Tras andar unos kilómetros su viejo olfato percibió una presa buena, esa que hacía tiempo no habían podido cazar.
Pensó inteligentemente que si el olor llegaba a su desgastado sentido era porque el animal andaba realmente cerca.
Se concentró todo lo que podía permitirle su cansado cerebro de perro y no perdió la pista. Tras unos metros olfateando llegó a un descampado en cuyo extremo se hallaba un gran jabalí, con tanta carne como para alimentarlos a él y su amo durante una semana, e incluso vender un poco en el pueblo.
Radiante de júbilo el perro asumió la posición de firme típica de los canes cazadores para señalar la dirección en que se ha ubicado una presa.
Al verla, el amo le dio la señal de que fuese a por ella, mientras él cargaba su escopeta de perdigones.
El perro cazador se esforzó nuevamente y sacó fuerzas de donde no las había. Exigió tanto a sus huesos y músculos en una brutal carrera, que estos se resintieron y lo hicieron gemir de dolor.
No obstante, el can sorprendió al jabalí y, haciendo caso omiso del terrible dolor general que lo embargaba, se le lanzó al cuello para derrumbarlo con una poderosa mordida.

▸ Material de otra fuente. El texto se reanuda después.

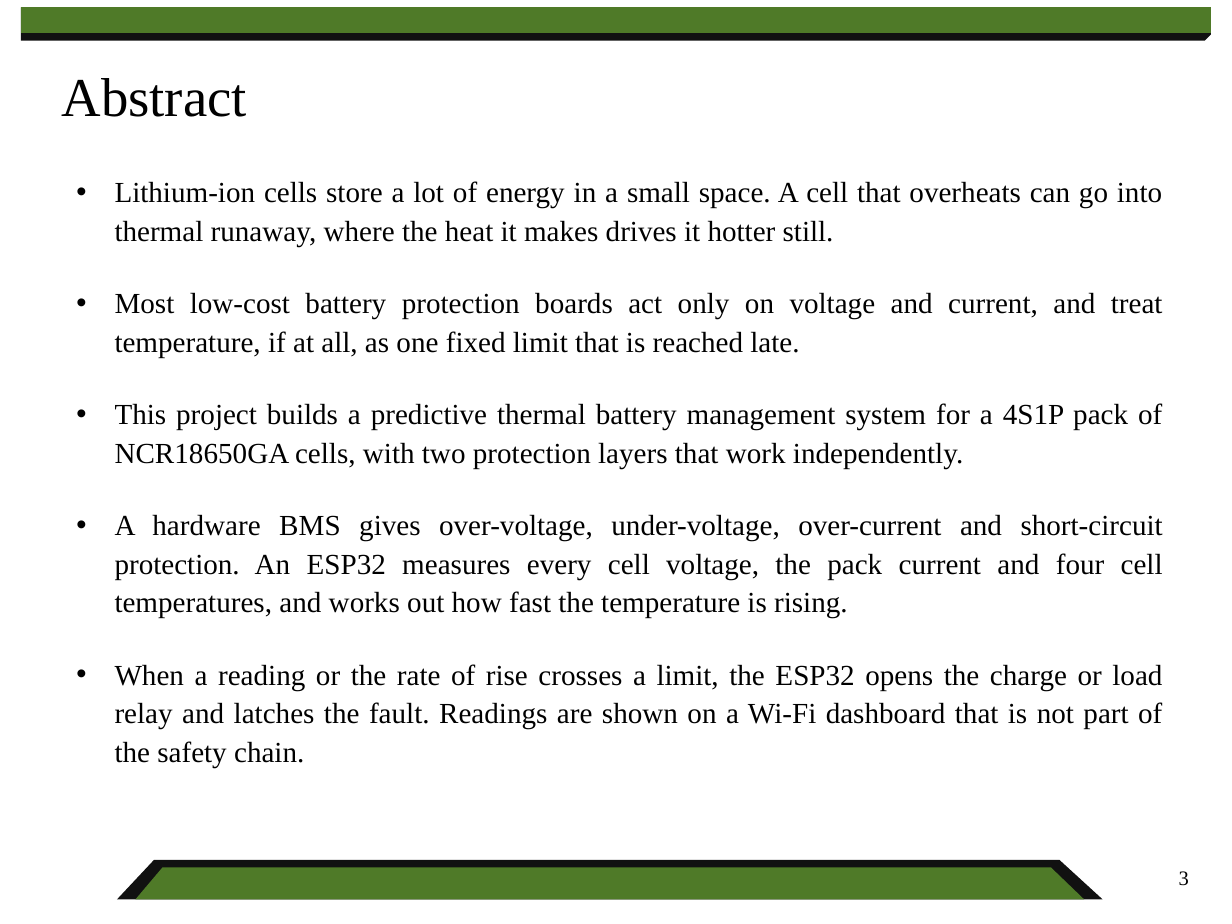
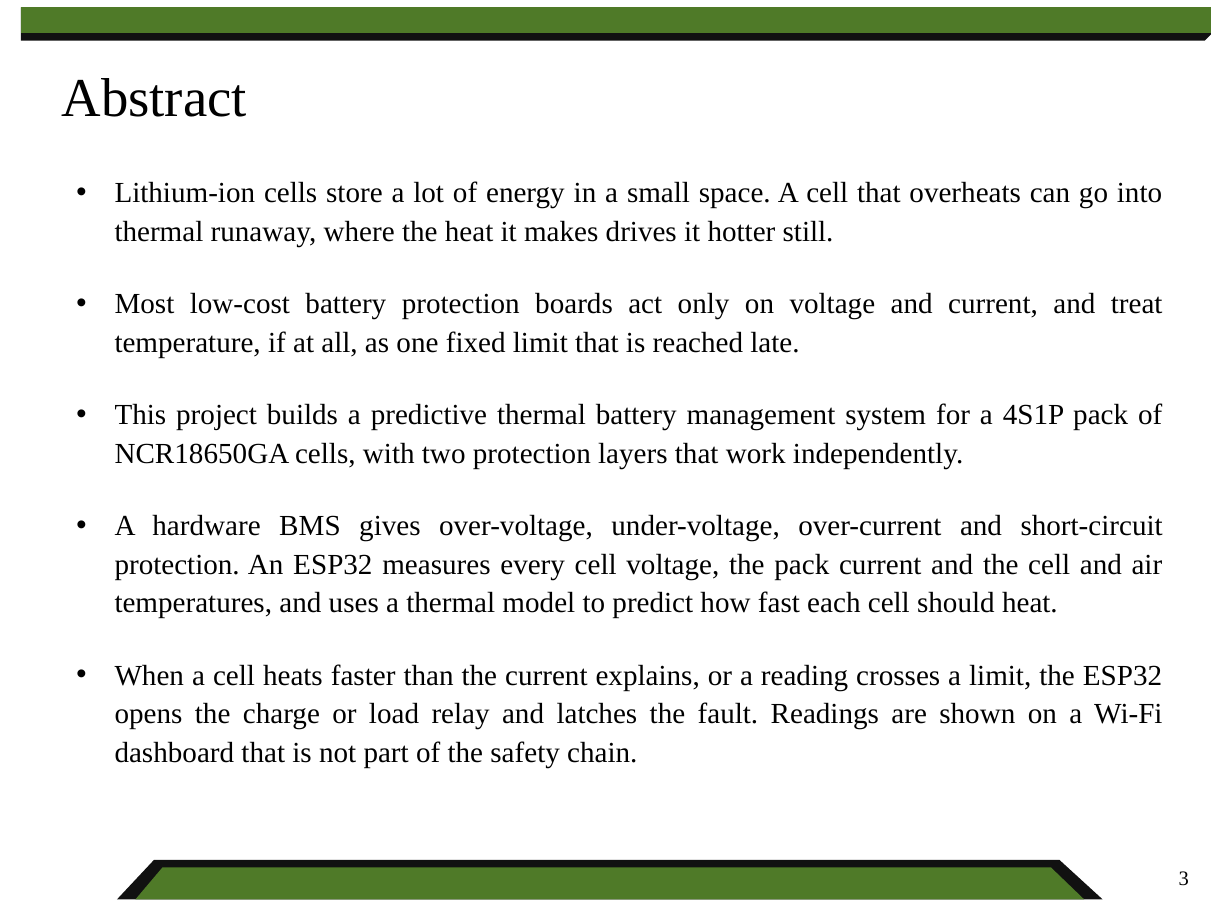
Before and after one commit to KiranPranay/moosi-bms, a slide deck: slide 3 of docs/reviews/first-review/Predictive_BMS_First_Review.pptx. Drawn at 1232x924 pixels with LibreOffice and Linux fonts; fonts in the diff are those of the drawing. Boxes give left, top, right and bottom in pixels: in the first picture for what was removed or moved away, otherwise in the second. Text is boxed around its words. In the diff, an @@ line names an element or a change of style, - is before the commit and + after.

```diff
--- a/docs/reviews/first-review/Predictive_BMS_First_Review.pptx
+++ b/docs/reviews/first-review/Predictive_BMS_First_Review.pptx
@@ text at [115,514,1163,767]: text changed @@
-• A hardware BMS gives over-voltage, under-voltage, over-current and short-circuit protection. An ESP32 measures every cell voltage, the pack current and four cell temperatures, and works out how fast the temperature is rising.
-• When a reading or the rate of rise crosses a limit, the ESP32 opens the charge or load relay and latches the fault. Readings are shown on a Wi-Fi dashboard that is not part of the safety chain.
+• A hardware BMS gives over-voltage, under-voltage, over-current and short-circuit protection. An ESP32 measures every cell voltage, the pack current and the cell and air temperatures, and uses a thermal model to predict how fast each cell should heat.
+• When a cell heats faster than the current explains, or a reading crosses a limit, the ESP32 opens the charge or load relay and latches the fault. Readings are shown on a Wi-Fi dashboard that is not part of the safety chain.
```
Also in this commit, not shown: 3 other slides changed, 11 other files.
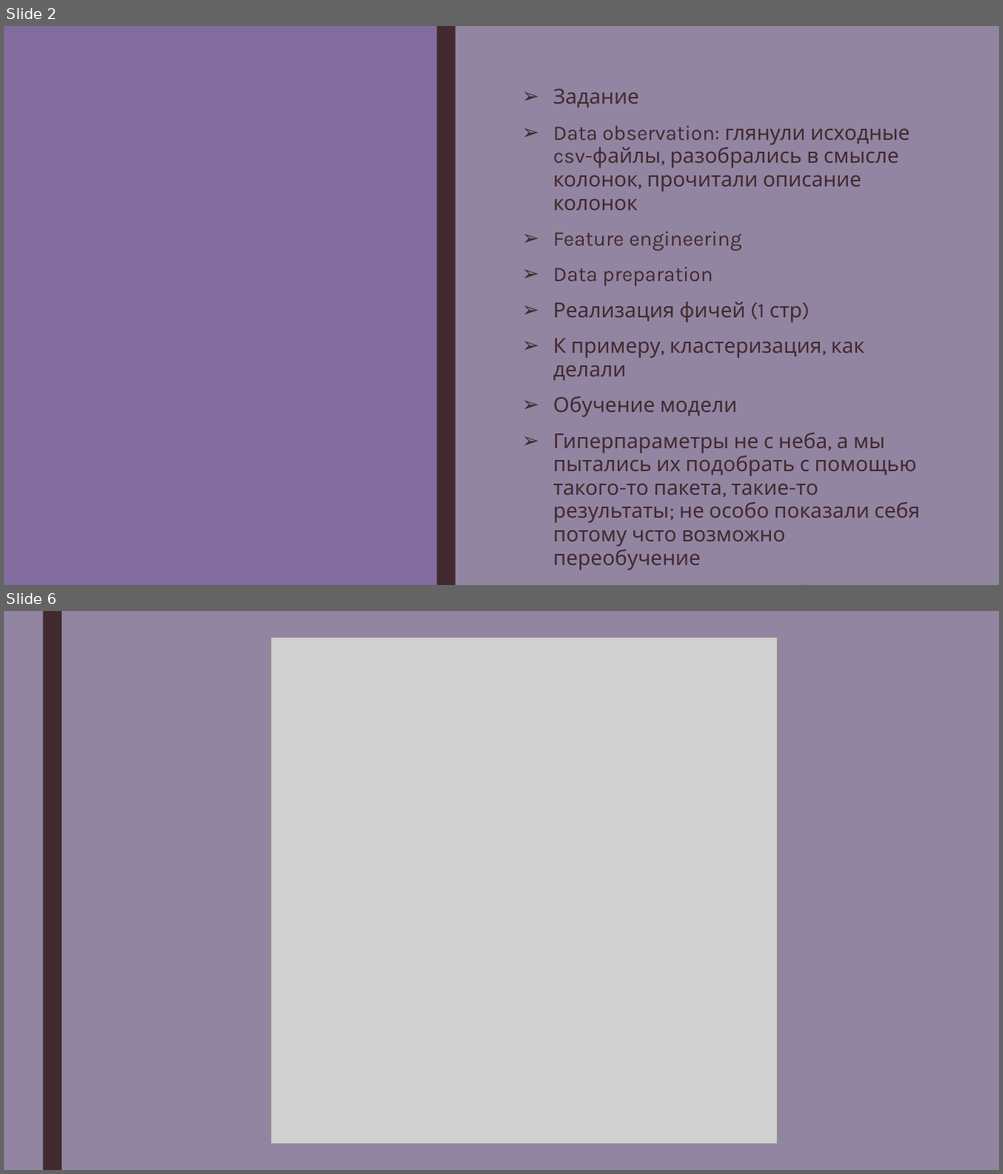
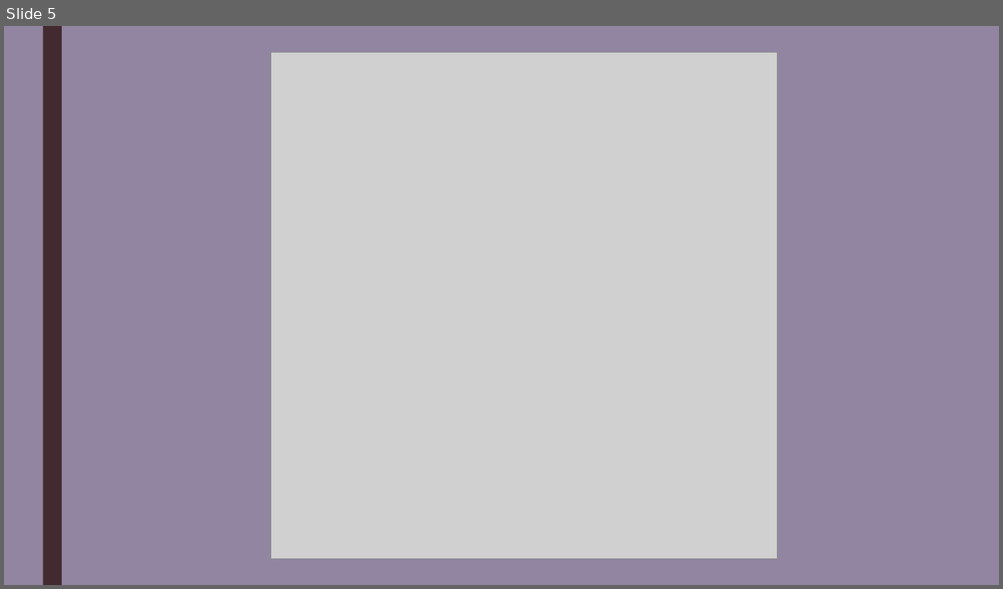
Before and after one commit to zumvanrin/DM_team_RIIID, a slide deck: Riid.pptx. Shown one above the other, each under a label of ours: slides 2 and 6 before the commit, slide 5 after it; the slides between them are not shown. The pictures are 1003x1174 and 1003x589 pixels, drawn with LibreOffice and Linux fonts; fonts in the diff are those of the drawing; grey boxes stand for pictures. Boxes give left, top, right and bottom in pixels: in the first picture for what was removed or moved away, otherwise in the second. Text is boxed around its words. In the diff, an @@ line names an element or a change of style, - is before the commit and + after.

```diff
--- a/Riid.pptx
+++ b/Riid.pptx
@@ slide 2 removed at (x1=4, y1=26, x2=999, y2=585), background #624F79 at 69% opacity @@
@@ rectangle removed at (x1=4, y1=26, x2=437, y2=585) @@
@@ rectangle removed at (x1=437, y1=26, x2=455, y2=585) @@
@@ text removed at (x1=553, y1=89, x2=920, y2=571) @@
-➢ Задание
-➢ Data observation: глянули исходные csv-файлы, разобрались в смысле колонок, прочитали описание колонок
-➢ Feature engineering
-➢ Data preparation
-➢ Реализация фичей (1 стр)
-➢ К примеру, кластеризация, как делали
-➢ Обучение модели
-➢ Гиперпараметры не с неба, а мы пытались их подобрать с помощью такого-то пакета, такие-то результаты; не особо показали себя потому чсто возможно переобучение
-➢ Картинка результата сабмита
@@ what was slide 6 is now slide 5 @@
```
Also in this commit, not shown: 4 slides changed, 2 slides added, 1 other slide removed.

Pero sucede que de poderosa nada. La mordida del perro fue bastante inofensiva, debido a que sus dientes estaban muy mellados por el paso inexorable del tiempo.
Por ello, y por mucho que el chucho se esforzó, el jabalí pudo desprenderse y echar a huir, con tan solo una leve herida que no le impediría conservar la vida.
Al ver todo lo sucedido el amo irrumpió en el descampado e increpó al perro.
-Para nada sirves ya. ¿Cómo se te ha podido escapar ese buen jabalí? Nos hubiese venido muy bien. Creo que no me eres útil y constituyes tan solo una carga para mí. Tendré que deshacerme de ti y conseguir otro perro.
Acongojado por estas palabras el otrora perro cazador ripostó:
-Buen amo mío. No me maltrates por ser víctima yo del paso del tiempo. A pesar de estar viejo y de que mis habilidades no son las mismas de antaño, soy en esencia el mismo animal que tan buenas presas te propició y junto al que viviste momentos de buena fortuna. Por tanto, ¿crees que es justo lo que dices?
Las palabras del perro impactaron en el amo, que recapacitó enseguida. Aquello y aquellos que nos han sido útiles en determinados momentos de nuestra vida, no por viejos dejan de ser parte importante y querida de la misma.
Por ello permaneció junto al perro cazador durante el resto de la vida de este y por muchos canes que tuvo después, ninguno fue como aquel que le hizo aprender tan importante lección.